Homepage > Joss Whedon Cast > Nathan Fillion > Reviews > Nathan Fillion - "Waitress" Movie - Cinecon.com Review
« Previous : Buffy the Shoe Shop Slayer
     Next : Michelle Trachtenberg - NYC Ballet’s Romeo + Juliet opening night - Good Quality Photos »

Cinecon.com

Nathan Fillion

Nathan Fillion - "Waitress" Movie - Cinecon.com Review

Saturday 5 May 2007, by Webmaster

Jenna Hunterston (Keri Russell), heroine of the Sundance charmer, “Waitress,” is a true artist. Her studio is the kitchen in a roadside diner and her palette includes chocolates and raspberries rather than browns and reds, but the gastronomical wonders she cooks up in a pie pan deserve the praise typically reserved for a Picasso. Still, despite Jenna’s status as a “pie genius,” her life is hardly enviable. Suffocating in an abusive marriage, Jenna dreams of the day she’ll have pocketed enough tips to start her life anew. But when she unexpectedly gets pregnant and even more unexpectedly starts an affair with her white-knight obstetrician, Dr. Pomatter (Nathan Fillion), Jenna’s life becomes anything but easy as, well, you get the picture.

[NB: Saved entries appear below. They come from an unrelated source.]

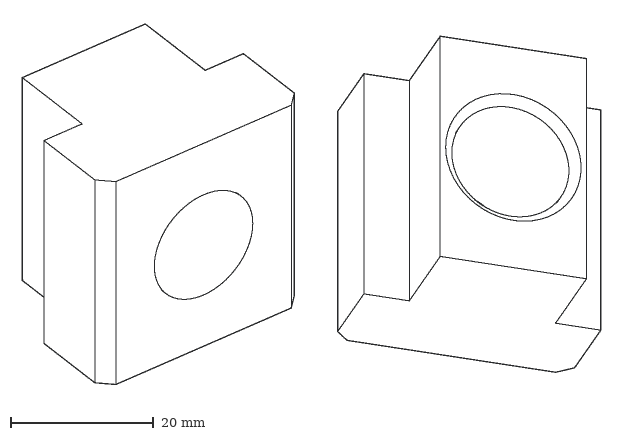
import cadquery as cq

length = 28.0
flange_width = 35.0
height = 35.0

neck_length = 14.0
neck_width = 21.6

back_chamfer = 2.1

bore_diameter = 17.29
countersink_diameter = 20.0
countersink_depth = (countersink_diameter - bore_diameter) / 2


def make_t_block():
    """T-shaped profile extruded along Z, with the neck face at X = 0."""
    flange_length = length - neck_length
    neck = cq.Workplane("XY").box(neck_length, neck_width, height, centered=(False, True, True))
    flange = (
        cq.Workplane("XY")
        .box(flange_length, flange_width, height, centered=(False, True, True))
        .edges("|Z and >X")
        .chamfer(back_chamfer)
        .translate((neck_length, 0, 0))
    )
    return neck.union(flange)


def make_bore():
    """Through bore along X with a conical entry at the neck face."""
    bore_radius = bore_diameter / 2
    countersink_radius = countersink_diameter / 2
    return (
        cq.Workplane("XY")
        .lineTo(0, countersink_radius)
        .lineTo(countersink_depth, bore_radius)
        .lineTo(length, bore_radius)
        .lineTo(length, 0)
        .close()
        .revolve(360, (0, 0, 0), (1, 0, 0))
    )


result = make_t_block().cut(make_bore())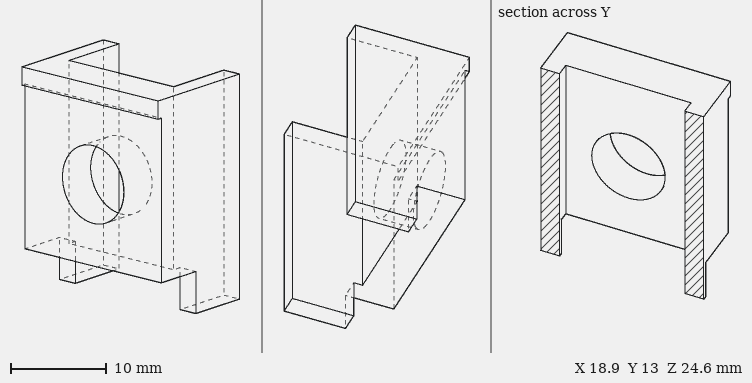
import cadquery as cq

width = 18.9
depth = 13.0
height = 24.6

lip_height = 2.0
lip_overhang = 0.5

wall_thickness = 2.2
leg_length = 4.6
leg_depth = 7.0

plate_thickness = 4.5

hole_diameter = 8.5
hole_center_z = 13.5

plate_front_y = lip_overhang
plate_back_y = plate_front_y + plate_thickness
leg_front_y = depth - leg_depth
lip_bottom_z = height - lip_height
channel_width = width - 2 * wall_thickness


def make_body():
    """Extrude the stepped side outline across the full width."""
    side_outline = [
        (0, height),
        (0, lip_bottom_z),
        (plate_front_y, lip_bottom_z),
        (plate_front_y, leg_length),
        (leg_front_y, leg_length),
        (leg_front_y, 0),
        (depth, 0),
        (depth, height),
    ]
    return (
        cq.Workplane("YZ")
        .polyline(side_outline)
        .close()
        .extrude(width / 2, both=True)
    )


def make_channel():
    """Open channel between the side walls, running the full height."""
    return cq.Workplane("XY").box(
        channel_width,
        depth - plate_back_y,
        height,
        centered=(True, False, False),
    ).translate((0, plate_back_y, 0))


def make_hole():
    """Round opening running front to back through the plate."""
    return (
        cq.Workplane("XZ")
        .center(0, hole_center_z)
        .circle(hole_diameter / 2)
        .extrude(-depth)
    )


result = make_body().cut(make_channel()).cut(make_hole())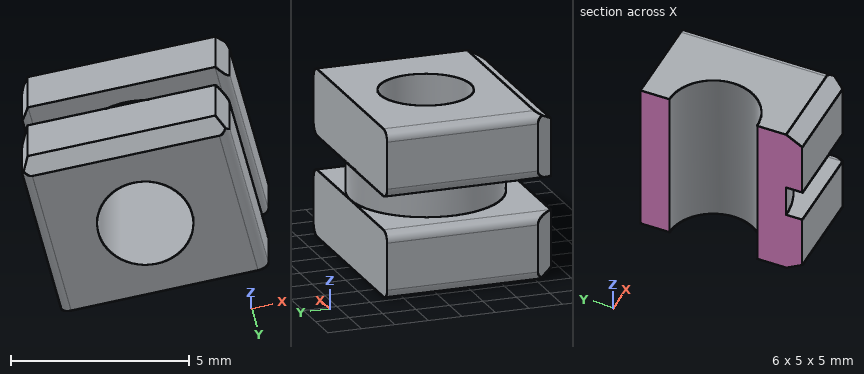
import cadquery as cq
import math

width = 6.0
depth = 5.0
height = 5.0
groove_height = 1.0

neck_diameter = 4.5
bore_diameter = 2.7

side_round = 0.3
bevel_angle = 30.0

plate_height = (height - groove_height) / 2
back_y = neck_diameter / 2
front_y = back_y - depth
bevel_length = depth - neck_diameter
bevel_inset = bevel_length * math.tan(math.radians(bevel_angle))


def upper_plate():
    """Plate with rounded side edges and a bevelled front."""
    plate = (
        cq.Workplane("XY")
        .box(width, depth, plate_height, centered=(True, False, False))
        .translate((0, front_y, groove_height / 2))
        .edges("|Y")
        .fillet(side_round)
    )

    bevel_start_y = front_y + bevel_length
    front_half_width = width / 2 - bevel_inset
    plan = (
        cq.Workplane("XY")
        .polyline([
            (-width / 2, back_y),
            (-width / 2, bevel_start_y),
            (-front_half_width, front_y),
            (front_half_width, front_y),
            (width / 2, bevel_start_y),
            (width / 2, back_y),
        ])
        .close()
        .extrude(height / 2)
    )

    profile = (
        cq.Workplane("YZ")
        .polyline([
            (back_y, 0),
            (back_y, height / 2),
            (bevel_start_y, height / 2),
            (front_y, height / 2 - bevel_inset),
            (front_y, 0),
        ])
        .close()
        .extrude(width / 2, both=True)
    )
    return plate.intersect(plan).intersect(profile)


top_plate = upper_plate()
bottom_plate = top_plate.mirror("XY")

neck = cq.Workplane("XY").circle(neck_diameter / 2).extrude(groove_height / 2, both=True)
bore = cq.Workplane("XY").circle(bore_diameter / 2).extrude(height / 2, both=True)

result = top_plate.union(neck).union(bottom_plate).cut(bore)

Written and directed by the late Adrienne Shelly, “Waitress” provides the perfect cinematic antidote to the frenzied blockbusters that clog movie theaters each summer. Charming but not cute, quirky but never wacky, “Waitress” is a homespun slice of life unafraid to serve the bitter along with the sweet. Jenna’s trials, which she logs with new culinary creations like Kick-in-the-Pants pie (cinnamon custard) and Pregnant-Miserable-Self-Pitying-Loser pie (lumpy oatmeal with fruitcake, “Flambé, of course”), hum with a real-life energy, as she struggles to survive her pregnancy.

With “Waitress,” Shelly, a pioneer in independent films as muse to director Hal Hartley, has added another worthy entry to the indie roster. Her sharp writing and directing pokes holes straight through chick-flick stereotypes and reveals true struggle, heartbreak, and triumph. Like Gurinder Chadha, writer-director of “Bend it Like Beckham,” another Fox Searchlight release, Shelly doesn’t need to beat the girl-power drum, because the actions and words of her strong female characters are enough to carry the message.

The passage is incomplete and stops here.